Percentage of deaths due to COVID-19 in Douglas County in 2020 was less than rates for U.S. and Kansas, analyst says
photo by: Kevin Anderson/Journal-World File Photo
In 2020, the percentage of deaths due to COVID-19 in Douglas County was less than the rates for both the U.S. and Kansas.
That’s according to a data brief from Dee Kinard, a senior analyst with Lawrence-Douglas County Public Health, which compares the 2020 leading causes of death for Douglas County with the U.S. and Kansas, examines how COVID-19 may have directly or indirectly affected trends in overall mortality in the county and discusses the public health implications of its findings.
According to the data brief, COVID-19 was the third leading cause of death in the U.S., Kansas and Douglas County in 2020, behind heart disease and cancer.
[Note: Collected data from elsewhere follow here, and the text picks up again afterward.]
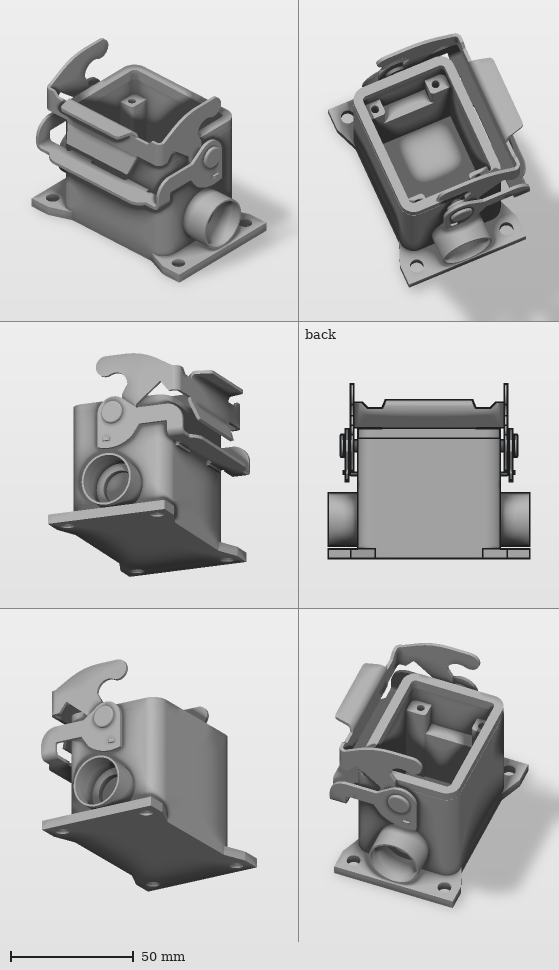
import cadquery as cq
import math


BASE_LENGTH = 82.0
BASE_HALF_WIDTH = 26.0
BASE_HEIGHT = 3.9
EAR_OUTER_X = 31.8
EAR_INNER_X = 21.9
MOUNT_HOLE_X = 34.9
MOUNT_HOLE_Y = 19.9
MOUNT_HOLE_DIAMETER = 5.6
BODY_HALF_LENGTH = 29.0
BODY_HALF_WIDTH = 22.05
BODY_CORNER_RADIUS = 6.0
BODY_HEIGHT = 53.0
RIM_START = 48.95
RIM_INSET = 0.1
CAVITY_HALF_LENGTH = 24.9
CAVITY_HALF_WIDTH = 18.1
CAVITY_CORNER_RADIUS = 1.9
UNDERCUT = 0.3
UNDERCUT_TOP = 48.4
UNDERCUT_CORNER_RADIUS = 2.5
LEDGE_HEIGHT = 29.5
LEFT_LEDGE_X = 19.2
BOSS_HEIGHT = 40.8
BOSS_INNER_X = 18.5
RIGHT_LEDGE_X = BOSS_INNER_X
BOSS_INNER_Y = 10.0
BOSS_EDGE_RADIUS = 1.5
SCREW_X = 22.0
SCREW_Y = 13.45
SCREW_TOP_RADIUS = 1.6
SCREW_BOTTOM_RADIUS = 1.3
SCREW_DEPTH = 8.2

ENTRY_HEIGHT = 16.0
ENTRY_OUTER_RADIUS = 10.9
ENTRY_INNER_RADIUS = 10.1
ENTRY_BORE_END_X = 27.8
KNOCKOUT_RADIUS = 7.05
KNOCKOUT_END_X = CAVITY_HALF_LENGTH

PIN_HEIGHT = 45.9
PIN_RADIUS = 2.5
PIN_HEAD_RADIUS = 4.7
PIN_HEAD_INNER_X = 34.7
PIN_HEAD_OUTER_X = 36.0
PIN_HEAD_ROUNDING = 0.65
PIN_ROOT = 0.8

SHEET = 1.4
BEND_INNER = 1.4
BEND_OUTER = BEND_INNER + SHEET
BEND_OVERLAP = 0.4

BAIL_OUTER_X = 34.0
BAIL_EYE_RADIUS = 7.0
BAIL_SLOPE = math.radians(36.8)
BAIL_ARM_TOP = 46.9
BAIL_ARM_BOTTOM = 39.9
BAIL_BACK_Y = -23.95
BAIL_FRONT_Y = -30.75
BAIL_ARM_RADIUS = 7.2
BAIL_INNER_CORNER_RADIUS = 0.65
BAIL_BELLY_START = (-11.6, BAIL_ARM_BOTTOM)
BAIL_BELLY_KNEE = (-8.3, 35.3)
BAIL_BELLY_MIDDLE = (-2.2, 31.9)
BAIL_BELLY_END = (BAIL_EYE_RADIUS, 32.1)
BAIL_PLATE_BOTTOM = 33.8
BAIL_LIP_Y = -34.2
BAIL_LIP_FLAT_X = 20.1
BAIL_LIP_END_X = 26.6
BAIL_LIP_ROUND_X = 23.7
BAIL_LIP_ROUND_Y = -33.45
SLOT_Y = -24.85
TAB_INNER_X = 9.8
TAB_OUTER_X = 21.3
TAB_BOTTOM = 32.9
NOTCH_RADIUS = 0.9
SLOT_CORNER_RADIUS = 1.2
NUB_Y = 3.0
NUB_Z = 35.1
NUB_LENGTH = 3.1
NUB_HEIGHT = 1.5
NUB_OUTER_X = 34.9
NUB_CHAMFER = 0.6

LEVER_OUTER_X = 32.0
LEVER_FRONT_Y = -28.1
LEVER_TOP = 71.0
LEVER_PLATE_TOP = 63.6
LEVER_PLATE_BOTTOM = 53.2
HOOK_RADIUS = 4.3
HOOK_Y = 4.35
LEVER_CHIN_Y = -23.5
BAY_Z = 58.1
LEVER_BACK_RADIUS = 28.7
LEVER_BACK_START_Y = -4.7
LEVER_BACK_SWEEP = 28
NECK_BACK_Y = -3.1
NECK_SHOULDER_Z = 54.3
NECK_FRONT_Y = -9.3
NECK_FRONT_TOP = 49.0
LEVER_PEAK_Y = -20.0
LEVER_PEAK_Z = 57.65
LEVER_PEAK_RADIUS = 0.4
LEVER_CHIN_RADIUS = 0.8
LEVER_HEEL_RADIUS = 8.4
LEVER_HEEL_Z = 44.1
LEVER_EYE_RADIUS = 4.5
RECESS_Z = 61.3
RECESS_BOTTOM_X = 24.9
RECESS_TOP_X = 27.2
FLANGE_ROOT_X = 19.0
FLANGE_BEND_X = 17.6
FLANGE_TIP_X = 15.9
FLANGE_TIP_RADIUS = 1.8
FLANGE_TOP = 64.7
FLANGE_TIP_Y = -36.0
FLAP_TOP = 51.5
FLAP_ANGLE = math.radians(22.4)
FLAP_LENGTH = 8.3
FLAP_TOP_X = 19.35
FLAP_BOTTOM_X = 16.65
FLAP_CORNER_RADIUS = 1.2


def on_circle(center, radius, degrees):
    """Point on a circle at an angle measured from the first axis."""
    a = math.radians(degrees)
    return (center[0] + radius * math.cos(a), center[1] + radius * math.sin(a))


def mirrored(points):
    """Continue a right-hand outline with its mirror image on the negative side of the first axis."""
    return points + [(-x, y) for x, y in reversed(points)]


def box(x0, x1, y0, y1, z0, z1):
    return cq.Workplane("XY").box(x1 - x0, y1 - y0, z1 - z0, centered=False).translate((x0, y0, z0))


def rod(radius, x0, x1, z):
    """Cylinder along X on the plane Y = 0."""
    return cq.Workplane("YZ", origin=(x0, 0, z)).circle(radius).extrude(x1 - x0)


def both_sides(solid):
    return solid.union(solid.mirror("YZ"))


def four_corners(solid):
    pair = both_sides(solid)
    return pair.union(pair.mirror("XZ"))


def prism_x(points, half_width):
    """Outline in Y and Z, extruded evenly to both sides of X = 0."""
    return cq.Workplane("YZ").polyline(points).close().extrude(half_width, both=True)


def prism_y(points, y0, y1):
    """Outline in X and Z, extruded from y0 to a smaller y1."""
    return cq.Workplane("XZ", origin=(0, y0, 0)).polyline(points).close().extrude(y0 - y1)


def round_edge(solid, point, radius):
    """Fillet the edge whose middle lies nearest to a point."""
    return solid.edges(cq.NearestToPointSelector(point)).fillet(radius)


def make_base():
    half_length = BASE_LENGTH / 2
    base = box(-half_length, half_length, -BASE_HALF_WIDTH, BASE_HALF_WIDTH, 0, BASE_HEIGHT)
    relief = [(EAR_INNER_X, -BODY_HALF_WIDTH), (EAR_OUTER_X, -BASE_HALF_WIDTH)]
    cut = cq.Workplane("XY").polyline(mirrored(relief)).close().extrude(BASE_HEIGHT)
    holes = (
        cq.Workplane("XY")
        .rect(2 * MOUNT_HOLE_X, 2 * MOUNT_HOLE_Y, forConstruction=True)
        .vertices()
        .circle(MOUNT_HOLE_DIAMETER / 2)
        .extrude(BASE_HEIGHT)
    )
    return base.cut(cut).cut(cut.mirror("XZ")).cut(holes)


def make_body():
    def block(inset, z0, z1):
        half_length = BODY_HALF_LENGTH - inset
        half_width = BODY_HALF_WIDTH - inset
        solid = box(-half_length, half_length, -half_width, half_width, z0, z1)
        return solid.edges("|Z").fillet(BODY_CORNER_RADIUS - inset)

    return block(0, 0, RIM_START).union(block(RIM_INSET, RIM_START, BODY_HEIGHT))


def make_cavity():
    """Space to remove from the body, leaving two side ledges and four corner bosses with screw holes."""
    x, y = CAVITY_HALF_LENGTH, CAVITY_HALF_WIDTH
    mouth = box(-x, x, -y, y, UNDERCUT_TOP, BODY_HEIGHT).edges("|Z").fillet(CAVITY_CORNER_RADIUS)
    x += UNDERCUT
    y += UNDERCUT
    chamber = box(-x, x, -y, y, BASE_HEIGHT, UNDERCUT_TOP).edges("|Z").fillet(UNDERCUT_CORNER_RADIUS)
    cavity = mouth.union(chamber)
    cavity = cavity.cut(box(-x, -LEFT_LEDGE_X, -y, y, BASE_HEIGHT, LEDGE_HEIGHT))
    cavity = cavity.cut(box(RIGHT_LEDGE_X, x, -y, y, BASE_HEIGHT, LEDGE_HEIGHT))
    boss = box(BOSS_INNER_X, x, BOSS_INNER_Y, y, BASE_HEIGHT, BOSS_HEIGHT)
    boss = boss.edges("|Z and <X and <Y").fillet(BOSS_EDGE_RADIUS)
    screw = (
        cq.Workplane("XY", origin=(SCREW_X, SCREW_Y, BOSS_HEIGHT - SCREW_DEPTH))
        .circle(SCREW_BOTTOM_RADIUS)
        .workplane(offset=SCREW_DEPTH)
        .circle(SCREW_TOP_RADIUS)
        .loft()
    )
    return cavity.cut(four_corners(boss)).union(four_corners(screw))


def make_entries():
    """Two tubes and the bores that stop inside the body wall."""
    end = BASE_LENGTH / 2
    tube = rod(ENTRY_OUTER_RADIUS, BODY_HALF_LENGTH, end, ENTRY_HEIGHT)
    bore = rod(ENTRY_INNER_RADIUS, ENTRY_BORE_END_X, end, ENTRY_HEIGHT)
    knockout = rod(KNOCKOUT_RADIUS, KNOCKOUT_END_X, ENTRY_BORE_END_X, ENTRY_HEIGHT)
    return both_sides(tube), both_sides(bore.union(knockout))


def make_pins():
    shaft = rod(PIN_RADIUS, BODY_HALF_LENGTH - PIN_ROOT, PIN_HEAD_INNER_X, PIN_HEIGHT)
    head = rod(PIN_HEAD_RADIUS, PIN_HEAD_INNER_X, PIN_HEAD_OUTER_X, PIN_HEIGHT)
    head = head.faces(">X").edges().fillet(PIN_HEAD_ROUNDING)
    return both_sides(shaft.union(head))


def make_bail_side():
    eye = (0, PIN_HEIGHT)
    tangent_angle = 90 + math.degrees(BAIL_SLOPE)
    tangent = on_circle(eye, BAIL_EYE_RADIUS, tangent_angle)
    drop = tangent[1] - BAIL_ARM_TOP
    arm_start_y = tangent[0] - drop / math.tan(BAIL_SLOPE)
    elbow = (BAIL_FRONT_Y + BAIL_ARM_RADIUS, BAIL_ARM_TOP - BAIL_ARM_RADIUS)
    foot_z = BAIL_PLATE_BOTTOM + BEND_OUTER
    side = (
        cq.Workplane("YZ", origin=(BAIL_OUTER_X - SHEET, 0, 0))
        .moveTo(BAIL_EYE_RADIUS, PIN_HEIGHT)
        .threePointArc(on_circle(eye, BAIL_EYE_RADIUS, tangent_angle / 2), tangent)
        .lineTo(arm_start_y, BAIL_ARM_TOP)
        .lineTo(elbow[0], BAIL_ARM_TOP)
        .threePointArc(on_circle(elbow, BAIL_ARM_RADIUS, 135), (BAIL_FRONT_Y, elbow[1]))
        .lineTo(BAIL_FRONT_Y, foot_z)
        .lineTo(BAIL_BACK_Y, foot_z)
        .lineTo(BAIL_BACK_Y, BAIL_ARM_BOTTOM)
        .lineTo(*BAIL_BELLY_START)
        .lineTo(*BAIL_BELLY_KNEE)
        .threePointArc(BAIL_BELLY_MIDDLE, BAIL_BELLY_END)
        .close()
        .extrude(SHEET)
    )
    inner_corner = (BAIL_OUTER_X - SHEET / 2, BAIL_BACK_Y, BAIL_ARM_BOTTOM)
    return round_edge(side, inner_corner, BAIL_INNER_CORNER_RADIUS)


def make_bail_plate():
    """Bottom web with its bends, rounded lip, centre slot and two tabs turned down to the body."""
    z0 = BAIL_PLATE_BOTTOM
    z1 = z0 + SHEET
    leg_top = z0 + BEND_OUTER + BEND_OVERLAP
    outer = box(-BAIL_OUTER_X, BAIL_OUTER_X, BAIL_FRONT_Y, BAIL_BACK_Y, z0, leg_top)
    outer = outer.edges("|Y and <Z").fillet(BEND_OUTER)
    inner_x = BAIL_OUTER_X - SHEET
    inner = box(-inner_x, inner_x, BAIL_FRONT_Y, BAIL_BACK_Y, z1, leg_top)
    channel = outer.cut(inner.edges("|Y and <Z").fillet(BEND_INNER))

    lip = (
        cq.Workplane("XY", origin=(0, 0, z0))
        .moveTo(-BAIL_LIP_END_X, BAIL_FRONT_Y)
        .threePointArc((-BAIL_LIP_ROUND_X, BAIL_LIP_ROUND_Y), (-BAIL_LIP_FLAT_X, BAIL_LIP_Y))
        .lineTo(BAIL_LIP_FLAT_X, BAIL_LIP_Y)
        .threePointArc((BAIL_LIP_ROUND_X, BAIL_LIP_ROUND_Y), (BAIL_LIP_END_X, BAIL_FRONT_Y))
        .close()
        .extrude(SHEET)
    )
    slot = box(-TAB_INNER_X, TAB_INNER_X, SLOT_Y, -BODY_HALF_WIDTH, z0, z1)
    slot = slot.edges("|Z and <Y").fillet(SLOT_CORNER_RADIUS)
    notch_center = (TAB_OUTER_X + NOTCH_RADIUS, SLOT_Y + NOTCH_RADIUS, z0)
    notch = cq.Workplane("XY", origin=notch_center).circle(NOTCH_RADIUS).extrude(SHEET)

    tab = box(TAB_INNER_X, TAB_OUTER_X, BAIL_BACK_Y, -BODY_HALF_WIDTH, TAB_BOTTOM, z1)
    tab = tab.edges("|X and >Y and >Z").fillet(SHEET)
    tab = tab.cut(box(TAB_INNER_X, TAB_OUTER_X, BAIL_BACK_Y, -BODY_HALF_WIDTH - SHEET, TAB_BOTTOM, z0))
    return channel.union(lip).cut(slot).cut(both_sides(notch)).union(both_sides(tab))


def make_bail():
    y0 = NUB_Y - NUB_LENGTH / 2
    z0 = NUB_Z - NUB_HEIGHT / 2
    nub = box(LEVER_OUTER_X, NUB_OUTER_X, y0, y0 + NUB_LENGTH, z0, z0 + NUB_HEIGHT)
    nub = nub.faces(">X").edges("|Z").chamfer(NUB_CHAMFER)
    return make_bail_plate().union(both_sides(make_bail_side().union(nub)))


def make_lever_side():
    eye = (0, PIN_HEIGHT)
    hook = (HOOK_Y, LEVER_TOP - HOOK_RADIUS)
    bay = (0, BAY_Z)
    bay_direction = math.degrees(math.atan2(hook[1] - bay[1], hook[0]))
    bay_radius = math.dist(hook, bay) - HOOK_RADIUS
    back = (LEVER_BACK_START_Y, LEVER_TOP - LEVER_BACK_RADIUS)
    heel = (NECK_FRONT_Y + LEVER_HEEL_RADIUS, LEVER_HEEL_Z)
    heel_bottom = LEVER_HEEL_Z - LEVER_HEEL_RADIUS
    bend_y = LEVER_FRONT_Y + BEND_OUTER
    eye_z = PIN_HEIGHT + math.sqrt(LEVER_EYE_RADIUS**2 - NECK_BACK_Y**2)
    side = (
        cq.Workplane("YZ", origin=(LEVER_OUTER_X - SHEET, 0, 0))
        .moveTo(NECK_BACK_Y, eye_z)
        .lineTo(NECK_BACK_Y, NECK_SHOULDER_Z)
        .lineTo(-bay_radius, BAY_Z)
        .threePointArc(on_circle(bay, bay_radius, 120), on_circle(bay, bay_radius, bay_direction))
        .threePointArc(on_circle(hook, HOOK_RADIUS, 0), (HOOK_Y, LEVER_TOP))
        .lineTo(LEVER_BACK_START_Y, LEVER_TOP)
        .threePointArc(
            on_circle(back, LEVER_BACK_RADIUS, 90 + LEVER_BACK_SWEEP / 2),
            on_circle(back, LEVER_BACK_RADIUS, 90 + LEVER_BACK_SWEEP),
        )
        .lineTo(bend_y, LEVER_PLATE_TOP)
        .lineTo(bend_y, LEVER_PLATE_BOTTOM)
        .lineTo(LEVER_CHIN_Y, LEVER_PLATE_BOTTOM)
        .lineTo(LEVER_PEAK_Y, LEVER_PEAK_Z)
        .lineTo(NECK_FRONT_Y, NECK_FRONT_TOP)
        .lineTo(NECK_FRONT_Y, LEVER_HEEL_Z)
        .threePointArc(on_circle(heel, LEVER_HEEL_RADIUS, 225), (heel[0], heel_bottom))
        .lineTo(NUB_Y, heel_bottom)
        .lineTo(LEVER_EYE_RADIUS, PIN_HEIGHT)
        .threePointArc(on_circle(eye, LEVER_EYE_RADIUS, 60), (NECK_BACK_Y, eye_z))
        .close()
        .extrude(SHEET)
    )
    middle_x = LEVER_OUTER_X - SHEET / 2
    side = round_edge(side, (middle_x, LEVER_PEAK_Y, LEVER_PEAK_Z), LEVER_PEAK_RADIUS)
    return round_edge(side, (middle_x, LEVER_CHIN_Y, LEVER_PLATE_BOTTOM), LEVER_CHIN_RADIUS)


def make_lever_plate():
    """Front plate between the two lever sides, with rounded bends and a lowered top edge."""
    back_y = LEVER_FRONT_Y + BEND_OUTER + BEND_OVERLAP
    z0, z1 = LEVER_PLATE_BOTTOM, LEVER_PLATE_TOP
    outer = box(-LEVER_OUTER_X, LEVER_OUTER_X, LEVER_FRONT_Y, back_y, z0, z1)
    outer = outer.edges("|Z and <Y").fillet(BEND_OUTER)
    inner_x = LEVER_OUTER_X - SHEET
    inner = box(-inner_x, inner_x, LEVER_FRONT_Y + SHEET, back_y, z0, z1)
    plate = outer.cut(inner.edges("|Z and <Y").fillet(BEND_INNER))
    recess = mirrored([(RECESS_BOTTOM_X, RECESS_Z), (RECESS_TOP_X, LEVER_PLATE_TOP)])
    return plate.cut(prism_y(recess, back_y, LEVER_FRONT_Y))


def make_thumb_flange():
    """Flange turned outward from the top of the front plate, narrowing to its tip."""
    back_y = LEVER_FRONT_Y + SHEET
    root_z = RECESS_Z - BEND_OVERLAP
    half_width = FLANGE_ROOT_X
    outer = box(-half_width, half_width, FLANGE_TIP_Y, back_y, root_z, FLANGE_TOP)
    outer = outer.edges("|X and >Y and >Z").fillet(BEND_OUTER)
    inner = box(-half_width, half_width, FLANGE_TIP_Y, LEVER_FRONT_Y, root_z, FLANGE_TOP - SHEET)
    flange = outer.cut(inner.edges("|X and >Y and >Z").fillet(BEND_INNER))
    bend_end_y = back_y - BEND_OUTER
    plan = mirrored([(FLANGE_ROOT_X, back_y), (FLANGE_BEND_X, bend_end_y), (FLANGE_TIP_X, FLANGE_TIP_Y)])
    outline = cq.Workplane("XY", origin=(0, 0, root_z)).polyline(plan).close().extrude(FLANGE_TOP - root_z)
    neck = mirrored([(FLANGE_ROOT_X, root_z), (FLANGE_ROOT_X, RECESS_Z), (FLANGE_BEND_X, FLANGE_TOP)])
    flange = flange.intersect(prism_y(neck, back_y, FLANGE_TIP_Y))
    return flange.intersect(outline.edges("|Z and <Y").fillet(FLANGE_TIP_RADIUS))


def make_flap():
    """Flap below the front plate, bent outward and narrowing downward."""
    run = FLAP_LENGTH * math.sin(FLAP_ANGLE)
    fall = FLAP_LENGTH * math.cos(FLAP_ANGLE)
    back_y = LEVER_FRONT_Y + SHEET
    shift_y = SHEET * math.cos(FLAP_ANGLE)
    shift_z = SHEET * math.sin(FLAP_ANGLE)
    front_top = FLAP_TOP + SHEET * math.tan(FLAP_ANGLE / 2)
    section = [
        (back_y, LEVER_PLATE_BOTTOM),
        (back_y, FLAP_TOP),
        (back_y - run, FLAP_TOP - fall),
        (back_y - run - shift_y, FLAP_TOP - fall + shift_z),
        (LEVER_FRONT_Y, front_top),
        (LEVER_FRONT_Y, LEVER_PLATE_BOTTOM),
    ]
    front = mirrored([(FLAP_TOP_X, LEVER_PLATE_BOTTOM), (FLAP_BOTTOM_X, FLAP_TOP - fall)])
    outline = prism_y(front, back_y, FLANGE_TIP_Y).edges("|Y and <Z").fillet(FLAP_CORNER_RADIUS)
    flap = prism_x(section, FLAP_TOP_X)
    flap = round_edge(flap, (0, back_y, FLAP_TOP), BEND_OUTER)
    flap = round_edge(flap, (0, LEVER_FRONT_Y, front_top), BEND_INNER)
    return flap.intersect(outline)


def make_lever():
    lever = make_lever_plate().union(both_sides(make_lever_side()))
    return lever.union(make_thumb_flange()).union(make_flap())


tubes, bores = make_entries()
housing = make_base().union(make_body()).cut(make_cavity()).union(tubes).cut(bores)
result = housing.union(make_pins()).union(make_bail()).union(make_lever())

But in Douglas County, COVID-19 accounted only for 6.1% of deaths, while the rate was around 10% for both the U.S. and Kansas as a whole.
Kinard’s report found that, overall, more deaths occurred in Douglas County in 2020 — 869 of them — than in any of the previous five years, dating back to 2015. But the study also contends that while COVID may have influenced overall mortality in the county, the county’s mortality rate wasn’t abnormally high. And the mortality rate for 2020 isn’t statistically higher than the rates for three of those five years: 2015, 2017 and 2018.
It’s noted in the data brief’s conclusions that one limitation of the report is that it compares only single years, in part because 2021 and 2022 death records weren’t available when the report was being written, when typically multiple years are used in ranking causes of death at the county level. A relatively small number of deaths by cause of death creates large margins of error that make statistical comparisons between causes difficult and subgroup comparisons by demographics like age or race unreliable, according to the report.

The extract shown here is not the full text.